This kit enables fractionation of mitochondria from tissues while maintaining their activity (i.e., in an intact state). By analyzing these fractionated mitochondria, you can directly evaluate mitochondrial activity which reflects aging, pathological conditions, and even changes induced by drug treatments.
Products Related to Mitochondrial Activity Evaluation
| Product Name | Target | Detection Properties |
|---|---|---|
| Extracellular OCR Plate Assay Kit | Extracellular Oxygen Concentration | Plate Reader Ex: 500 nm / Em: 650 nm |
| JC-1 MitoMP Detection Kit | Mitochondrial Membrane Potential | Fluorescence Microscope, FCM, Plate Reader Green:Ex 488 nm / Em 500-550 nm Red:Ex 561 nm / Em 560-610 nm |
| ATP Assay Kit-Luminescence | ATP | Plate Reader Luminescence |
| MitoComplex-I Activity Assay Kit | Complex I Activity | Plate Reader Colorimetric, λ= 340 nm |
Manual
Technical info
Mitochondrial Fractionation Procedure
This kit includes three dedicated buffers and centrifuge tubes, enabling the fractionation of intact mitochondria from excised organs in approximately two hours.
Please note: A homogenizer* is not included in this kit.
This product was commercialized under the guidance of Dr. Shigeomi Shimizu and Dr. Akira Torii, who are affiliated with Institute of Science Tokyo.
Fractionation of Intact Mitochondria
Using this kit, we added succinate to mitochondria fractionated from mouse brain and performed OCR (oxygen consumption rate) measurements.
The results confirmed that this kit enables fractionation of intact mitochondria that maintain oxygen consumption capacity.

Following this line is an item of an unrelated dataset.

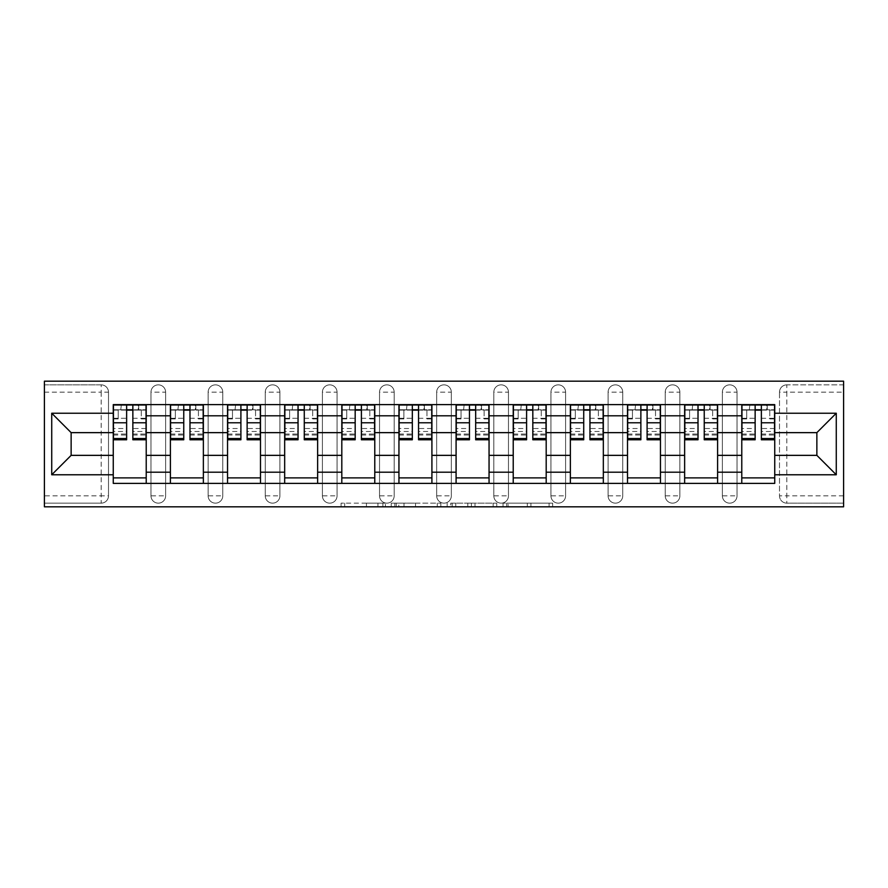 <?xml version="1.0" encoding="UTF-8"?>
<svg xmlns="http://www.w3.org/2000/svg" width="888" height="888" viewBox="0 0 888 888"><rect width="100%" height="100%" fill="white"/><g stroke="black" fill="none" stroke-linecap="round" stroke-linejoin="round"><path stroke-width="0.67" stroke-dasharray="4.44 3.33" d="M385.403 506.815L344.688 506.815L385.403 506.815L385.403 503.152L366.433 503.152L366.433 506.815L366.433 503.152L385.403 503.152L385.403 506.815L385.403 503.152L366.433 503.152L366.433 506.815L366.433 503.152L385.403 503.152L344.688 503.152L385.403 503.152M722.366 392.174A7.326 7.326 0 0 1 729.692 384.848A7.326 7.326 0 0 1 737.018 392.174A7.326 7.326 0 0 0 729.692 384.848A7.326 7.326 0 0 0 722.366 392.174L722.366 495.826A7.326 7.326 0 0 0 729.692 503.152A7.326 7.326 0 0 0 737.018 495.826L737.018 392.174A7.326 7.326 0 0 0 729.692 384.848A7.326 7.326 0 0 0 722.366 392.174L722.366 495.826A7.326 7.326 0 0 0 729.692 503.152A7.326 7.326 0 0 0 737.018 495.826L737.018 392.174L722.366 392.174M665.223 392.174A7.326 7.326 0 0 1 672.549 384.848A7.326 7.326 0 0 1 679.875 392.174A7.326 7.326 0 0 0 672.549 384.848A7.326 7.326 0 0 0 665.223 392.174L665.223 495.826A7.326 7.326 0 0 0 672.549 503.152A7.326 7.326 0 0 0 679.875 495.826L679.875 392.174A7.326 7.326 0 0 0 672.549 384.848A7.326 7.326 0 0 0 665.223 392.174L665.223 495.826A7.326 7.326 0 0 0 672.549 503.152A7.326 7.326 0 0 0 679.875 495.826L679.875 392.174L665.223 392.174M608.091 392.174A7.326 7.326 0 0 1 615.417 384.848A7.326 7.326 0 0 1 622.743 392.174A7.326 7.326 0 0 0 615.417 384.848A7.326 7.326 0 0 0 608.091 392.174L608.091 495.826A7.326 7.326 0 0 0 615.417 503.152A7.326 7.326 0 0 0 622.743 495.826L622.743 392.174A7.326 7.326 0 0 0 615.417 384.848A7.326 7.326 0 0 0 608.091 392.174L608.091 495.826A7.326 7.326 0 0 0 615.417 503.152A7.326 7.326 0 0 0 622.743 495.826L622.743 392.174L608.091 392.174M550.949 392.174A7.326 7.326 0 0 1 558.274 384.848A7.326 7.326 0 0 1 565.601 392.174A7.326 7.326 0 0 0 558.274 384.848A7.326 7.326 0 0 0 550.949 392.174L550.949 495.826A7.326 7.326 0 0 0 558.274 503.152A7.326 7.326 0 0 0 565.601 495.826L565.601 392.174A7.326 7.326 0 0 0 558.274 384.848A7.326 7.326 0 0 0 550.949 392.174L550.949 495.826A7.326 7.326 0 0 0 558.274 503.152A7.326 7.326 0 0 0 565.601 495.826L565.601 392.174L550.949 392.174M493.817 392.174A7.326 7.326 0 0 1 501.143 384.848A7.326 7.326 0 0 1 508.469 392.174A7.326 7.326 0 0 0 501.143 384.848A7.326 7.326 0 0 0 493.817 392.174L493.817 495.826A7.326 7.326 0 0 0 501.143 503.152A7.326 7.326 0 0 0 508.469 495.826L508.469 392.174A7.326 7.326 0 0 0 501.143 384.848A7.326 7.326 0 0 0 493.817 392.174L493.817 495.826A7.326 7.326 0 0 0 501.143 503.152A7.326 7.326 0 0 0 508.469 495.826L508.469 392.174L493.817 392.174M436.674 392.174A7.326 7.326 0 0 1 444 384.848A7.326 7.326 0 0 1 451.326 392.174A7.326 7.326 0 0 0 444 384.848A7.326 7.326 0 0 0 436.674 392.174L436.674 495.826A7.326 7.326 0 0 0 444 503.152A7.326 7.326 0 0 0 451.326 495.826L451.326 392.174A7.326 7.326 0 0 0 444 384.848A7.326 7.326 0 0 0 436.674 392.174L436.674 495.826A7.326 7.326 0 0 0 444 503.152A7.326 7.326 0 0 0 451.326 495.826L451.326 392.174L436.674 392.174M379.531 392.174A7.326 7.326 0 0 1 386.857 384.848A7.326 7.326 0 0 1 394.183 392.174A7.326 7.326 0 0 0 386.857 384.848A7.326 7.326 0 0 0 379.531 392.174L379.531 495.826A7.326 7.326 0 0 0 386.857 503.152A7.326 7.326 0 0 0 394.183 495.826L394.183 392.174A7.326 7.326 0 0 0 386.857 384.848A7.326 7.326 0 0 0 379.531 392.174L379.531 495.826A7.326 7.326 0 0 0 386.857 503.152A7.326 7.326 0 0 0 394.183 495.826L394.183 392.174L379.531 392.174M322.399 392.174A7.326 7.326 0 0 1 329.726 384.848A7.326 7.326 0 0 1 337.052 392.174A7.326 7.326 0 0 0 329.726 384.848A7.326 7.326 0 0 0 322.399 392.174L322.399 495.826A7.326 7.326 0 0 0 329.726 503.152A7.326 7.326 0 0 0 337.052 495.826L337.052 392.174A7.326 7.326 0 0 0 329.726 384.848A7.326 7.326 0 0 0 322.399 392.174L322.399 495.826A7.326 7.326 0 0 0 329.726 503.152A7.326 7.326 0 0 0 337.052 495.826L337.052 392.174L322.399 392.174M265.257 392.174A7.326 7.326 0 0 1 272.583 384.848A7.326 7.326 0 0 1 279.909 392.174A7.326 7.326 0 0 0 272.583 384.848A7.326 7.326 0 0 0 265.257 392.174L265.257 495.826A7.326 7.326 0 0 0 272.583 503.152A7.326 7.326 0 0 0 279.909 495.826L279.909 392.174A7.326 7.326 0 0 0 272.583 384.848A7.326 7.326 0 0 0 265.257 392.174L265.257 495.826A7.326 7.326 0 0 0 272.583 503.152A7.326 7.326 0 0 0 279.909 495.826L279.909 392.174L265.257 392.174M208.125 392.174A7.326 7.326 0 0 1 215.451 384.848A7.326 7.326 0 0 1 222.777 392.174A7.326 7.326 0 0 0 215.451 384.848A7.326 7.326 0 0 0 208.125 392.174L208.125 495.826A7.326 7.326 0 0 0 215.451 503.152A7.326 7.326 0 0 0 222.777 495.826L222.777 392.174A7.326 7.326 0 0 0 215.451 384.848A7.326 7.326 0 0 0 208.125 392.174L208.125 495.826A7.326 7.326 0 0 0 215.451 503.152A7.326 7.326 0 0 0 222.777 495.826L222.777 392.174L208.125 392.174M150.982 392.174A7.326 7.326 0 0 1 158.308 384.848A7.326 7.326 0 0 1 165.634 392.174A7.326 7.326 0 0 0 158.308 384.848A7.326 7.326 0 0 0 150.982 392.174L150.982 495.826A7.326 7.326 0 0 0 158.308 503.152A7.326 7.326 0 0 0 165.634 495.826L165.634 392.174A7.326 7.326 0 0 0 158.308 384.848A7.326 7.326 0 0 0 150.982 392.174L150.982 495.826A7.326 7.326 0 0 0 158.308 503.152A7.326 7.326 0 0 0 165.634 495.826L165.634 392.174L150.982 392.174M549.073 506.815L506.648 506.815L549.073 506.815L549.073 503.152L530.913 503.152L552.669 503.152L552.669 506.815L552.669 503.152L506.648 503.152L552.669 503.152L552.669 506.815L552.669 503.152L549.073 503.152L549.073 506.815M527.317 506.815L508.08 506.815L527.317 506.815L527.317 503.152L530.913 503.152L527.317 503.152L527.317 506.815L527.317 503.152L508.08 503.152L508.08 506.815L508.08 503.152L527.317 503.152L527.317 506.815M503.052 506.815L506.648 506.815L503.052 506.815L503.052 503.152L506.648 503.152L503.052 503.152L503.052 506.815M341.092 506.815L344.688 506.815L341.092 506.815L341.092 503.152L344.688 503.152L341.092 503.152L341.092 506.815M843.6 495.826L786.824 495.826L786.824 503.152L843.6 503.152L843.6 506.815L44.4 506.815L44.4 503.152L101.177 503.152A7.326 7.326 0 0 0 108.503 495.826L108.503 392.174A7.326 7.326 0 0 0 101.177 384.848A7.326 7.326 0 0 1 108.503 392.174A7.326 7.326 0 0 0 101.177 384.848L44.4 384.848L44.4 381.185L843.6 381.185L843.6 384.848L786.824 384.848A7.326 7.326 0 0 0 779.498 392.174L779.498 495.826A7.326 7.326 0 0 0 786.824 503.152A7.326 7.326 0 0 1 779.498 495.826A7.326 7.326 0 0 0 786.824 503.152L843.6 503.152L843.6 384.848L786.824 384.848A7.326 7.326 0 0 0 779.498 392.174L779.498 495.826L786.824 495.826L786.824 392.174L843.6 392.174M440.859 506.815L437.262 506.815L440.859 506.815L440.859 503.152L440.859 506.815M394.838 506.815L437.262 506.815L391.242 506.815L394.838 506.815L394.838 503.152L440.859 503.152L391.242 503.152L391.242 506.815L391.242 503.152L394.838 503.152L394.838 506.815M450.738 506.815L496.758 506.815L447.141 506.815L450.738 506.815L450.738 503.152L496.758 503.152L496.758 506.815L496.758 503.152L475.013 503.152L475.013 506.815M44.4 495.826L44.4 503.152L101.177 503.152A7.326 7.326 0 0 0 108.503 495.826L108.503 392.174L101.177 392.174L101.177 495.826L44.4 495.826L44.4 392.174L101.177 392.174L101.177 384.848L44.4 384.848L44.4 392.174M741.78 404.628L774.747 404.628L774.747 410.123L741.78 410.123L741.78 404.628L717.604 404.628L717.604 410.123L684.637 410.123L684.637 404.628L660.461 404.628L660.461 410.123L627.505 410.123L627.505 404.628L603.329 404.628L603.329 410.123L570.362 410.123L570.362 404.628L546.187 404.628L546.187 410.123L513.22 410.123L513.22 404.628L489.055 404.628L489.055 410.123L456.088 410.123L456.088 404.628L431.912 404.628L431.912 410.123L398.945 410.123L398.945 404.628L374.78 404.628L374.78 410.123L341.813 410.123L341.813 404.628L317.638 404.628L317.638 410.123L284.671 410.123L284.671 404.628L260.495 404.628L260.495 410.123L227.539 410.123L227.539 404.628L203.363 404.628L203.363 410.123L170.396 410.123L170.396 404.628L146.22 404.628L146.22 410.123L113.253 410.123L113.253 477.877L146.22 477.877L146.22 410.123M146.22 477.877L146.22 483.372L170.396 483.372L170.396 477.877L203.363 477.877L203.363 410.123M170.396 410.123L170.396 477.877M203.363 477.877L203.363 483.372L227.539 483.372L227.539 477.877L260.495 477.877L260.495 410.123M227.539 410.123L227.539 477.877M260.495 477.877L260.495 483.372L284.671 483.372L284.671 477.877L317.638 477.877L317.638 410.123M284.671 410.123L284.671 477.877M317.638 477.877L317.638 483.372L341.813 483.372L341.813 477.877L374.78 477.877L374.78 410.123M341.813 410.123L341.813 477.877M374.78 477.877L374.78 483.372L398.945 483.372L398.945 477.877L431.912 477.877L431.912 410.123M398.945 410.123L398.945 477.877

OCR Measurement of Mitochondria Fractionated from Mouse Brain Tissue
<Experimental Conditions>
Amount of mitochondria: 50 μg/well (as protein levels)
Succinate: 10 mmol/l
Product used: Extracellular OCR Plate Assay Kit (Product Code: E297)
Example Experiment: Activity Evaluation of Mitochondria Fractionated from Mouse Brain
Mitochondria were fractionated from mouse brain tissue using this kit, and oxygen consumption rate (OCR), mitochondrial membrane potential (MMP), and Complex I activity were measured.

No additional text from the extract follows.